Midge Ure, Rickshaw Theatre, Sunday, Sept. 7, 7:30 p.m. 19+. For more information visit rickshawtheatre.com.
The trunk swings open, revealing the merchandise.
The prices of the amps are low - low enough to make a cynical buyer question the ethics of the seller, a would-be music impresario with a practised sinister streak.
Midge Ure, who would go on to play keyboards and sing for new wave band Ultravox, recalls inspecting the "dubiouslysourced equipment." It was the mid-1970s and London boutique owner Malcolm McLaren was scanning the streets of Glasgow for a band that would eventually become legendary nonmonarchists the Sex Pistols.
McLaren asked Ure to join and then, seemingly as an afterthought, inquired if he was a musician.
"I declined the offer to join. .. and bought an amplifier instead," Ure recalls with a laugh.
For 40 years Ure has had a Forest Gump-like existence in the United Kingdom music scene - sharing songwriters with the Bay City Rollers, penning humanitarian tunes with Bob Geldof and upsetting punk rockers by bringing a synthesizer to practice.
Ure has spent nearly 10 years working on his emotional and experimental new album, Fragile.
He questioned his desire to make a new album and the public's desire to hear it. But before he could surround himself with the toys of his trade and craft new music, Ure had to stop drinking.

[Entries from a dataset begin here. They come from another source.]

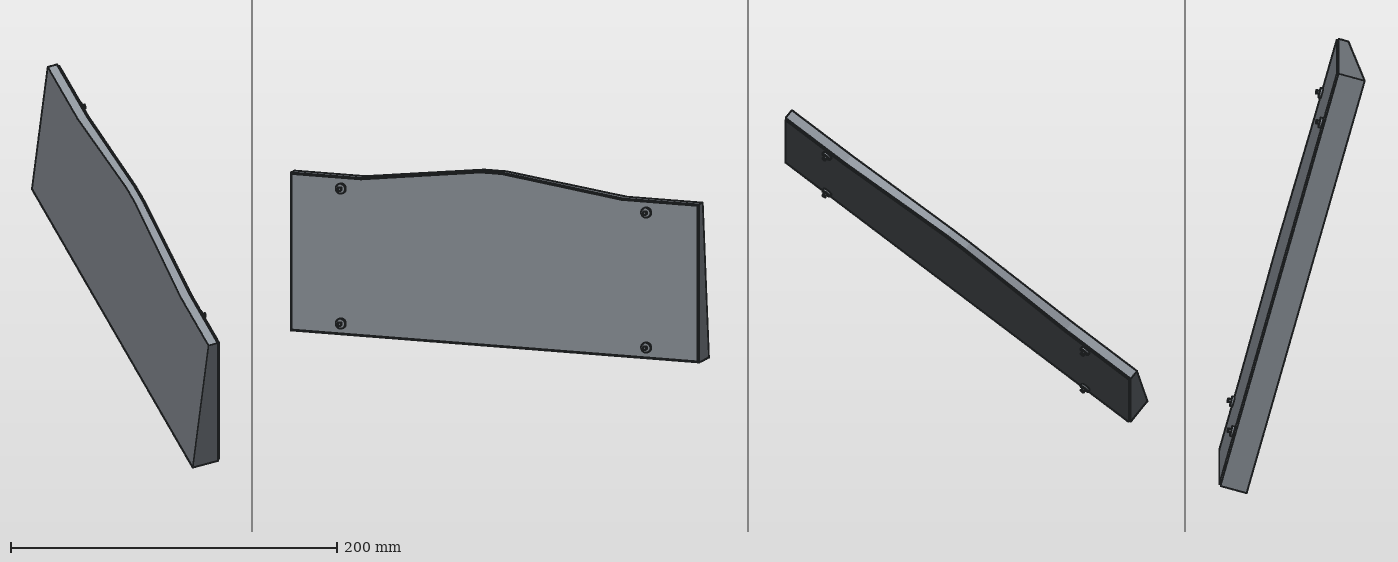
import cadquery as cq
import math

width = 269.0
height = 109.2
total_depth = 21.5
base_depth = 17.8
front_lean = 6.0

step_inset = 0.8
step_depth = 1.0

shoulder_height = 99.0
crest_center = 2.0
crest_half_width = 7.3
slope_foot = 86.0

peg_center = 0.3
peg_half_spacing = 100.5
peg_levels = (7.3, 91.7)
pad_diameter = 6.2
pad_length = 1.5
neck_diameter = 2.0
head_diameter = 2.4
head_length = 0.5
peg_length = total_depth - base_depth


def make_panel_blank():
    """Panel of full base depth with its back face on Y = 0."""
    half_width = width / 2
    outline = [
        (-half_width, 0),
        (half_width, 0),
        (half_width, shoulder_height),
        (crest_center + slope_foot, shoulder_height),
        (crest_center + crest_half_width, height),
        (crest_center - crest_half_width, height),
        (crest_center - slope_foot, shoulder_height),
        (-half_width, shoulder_height),
    ]
    full_profile = cq.Workplane("XZ").polyline(outline).close()
    inset_profile = cq.Workplane("XZ").polyline(outline).close().offset2D(-step_inset)
    front_body = full_profile.extrude(base_depth).translate((0, -step_depth, 0))
    return front_body.union(inset_profile.extrude(base_depth))


def make_wedge():
    """Envelope that gives the panel its thick base and leaning front."""
    top_depth = base_depth - height * math.tan(math.radians(front_lean))
    return (
        cq.Workplane("YZ")
        .polyline([(0, 0), (-base_depth, 0), (-top_depth, height), (0, height)])
        .close()
        .extrude(width / 2, both=True)
    )


def make_peg(x, z):
    """Stepped round peg standing out of the back face along +Y."""
    back = cq.Workplane("XZ", origin=(x, 0, z))
    pad = back.circle(pad_diameter / 2).extrude(-pad_length)
    neck = back.circle(neck_diameter / 2).extrude(-peg_length)
    head = (
        back.workplane(offset=-peg_length)
        .circle(head_diameter / 2)
        .extrude(head_length)
    )
    return pad.union(neck).union(head)


result = make_panel_blank().intersect(make_wedge())
for side in (-1, 1):
    for level in peg_levels:
        result = result.union(make_peg(peg_center + side * peg_half_spacing, level))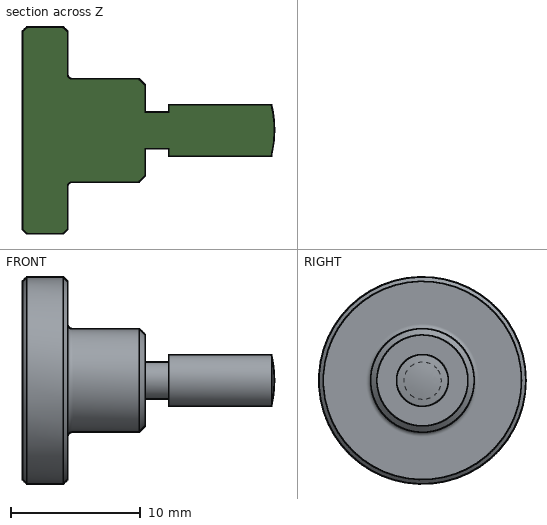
import cadquery as cq

total_length = 19.47

head_radius = 8.0
head_thickness = 3.5
head_chamfer = 0.35

hub_radius = head_radius / 2
hub_end = 9.5
hub_chamfer = 0.49
hub_fillet = 0.35

neck_radius = 1.45
neck_end = 11.3

stud_radius = head_radius / 4
dome_height = 0.23
stud_end = total_length - dome_height


def cylinder(start, end, radius):
    """Solid cylinder on the X axis between two X positions."""
    return cq.Workplane("YZ").workplane(offset=start).circle(radius).extrude(end - start)


def domed_stud():
    """Stud with a shallow spherical end, revolved from its half profile."""
    sphere_radius = (stud_radius**2 + dome_height**2) / (2 * dome_height)
    sphere_center = total_length - sphere_radius
    mid_radius = stud_radius / 2
    mid_x = sphere_center + (sphere_radius**2 - mid_radius**2) ** 0.5
    return (
        cq.Workplane("XY")
        .moveTo(neck_end, 0)
        .lineTo(neck_end, stud_radius)
        .lineTo(stud_end, stud_radius)
        .threePointArc((mid_x, mid_radius), (total_length, 0))
        .close()
        .revolve(360, (0, 0, 0), (1, 0, 0))
    )


head = cylinder(0, head_thickness, head_radius).edges().chamfer(head_chamfer)

hub = cylinder(head_thickness, hub_end, hub_radius).faces(">X").edges().chamfer(hub_chamfer)
root_edge = cq.selectors.RadiusNthSelector(0)
knob = head.union(hub)
knob = knob.edges(cq.selectors.BoxSelector(
    (head_thickness - hub_fillet / 2, -head_radius, -head_radius),
    (head_thickness + hub_fillet / 2, head_radius, head_radius),
)).edges(root_edge).fillet(hub_fillet)

neck = cylinder(hub_end, neck_end, neck_radius)
result = knob.union(neck).union(domed_stud())

"There's an awful lot of talk about, 'Did your father drink?' and 'Was it your upbringing in Glasgow?' No, it wasn't, it was none of those things, it was because it was there," he explains.
"I was a latecomer to drinking. I remember standing in the Whiskey a Go Go back in 1979 when some lovely bar lady came up and said, 'What are you guys drinking after the show?' And I said, 'I have no idea because I don't really drink,' and she gave me my first Jack Daniels and Coke," he recalls. "Once you give a child a chocolate, that's it, it's all over. You don't go back."
For Ure, stopping his drinking and recording music are both things he could only do for himself.
"I was trying to stop for everybody else and then I realized that I had to stop for me," he says. "There's a switch on your head, and. .. no one could throw that switch but me."
Asked about the audience for his new album, Ure answers simply.
"Me," he says. "The only person who has to live with this for the rest of their life is me."
He'd recorded a lifetime of songs "with my old pal Jack Daniels next to me," but eventually realized that not only could he do without that crutch, he wanted to.
The result is an album "full of hope."
"If you're going to write about stuff, write about something that someone somewhere will tap into and go, 'That's my life he's talking about. That's my life he's singing about.' Because that's what music should do."
Ure is sticking to hits like "If I Was" and "Vienna" on his current retro tour.
"It's a bit like turning an old friend away from a party," he said. "You've got to remember that that old friend changed your life forever," he says. "What I'm trying to avoid is that tumbleweed moment when you say,
'Here's something from my new album!' And everyone goes, 'Oh God.'" Still, he can't wait to play the new tunes.
Ure is decidedly independent - which caused a little friction in his relationship with BMG International.
"The first thing they did was suggest that maybe I shouldn't write all this new album on my own, and that maybe I shouldn't produce it myself, and maybe I shouldn't do it in my studio. .. and then I thought, 'Maybe I shouldn't sing it, either."
He and the label have since parted ways.
"Why buy a dog and try to turn it into a cat?" he asks. "I'm back being a dog again and quite enjoying it."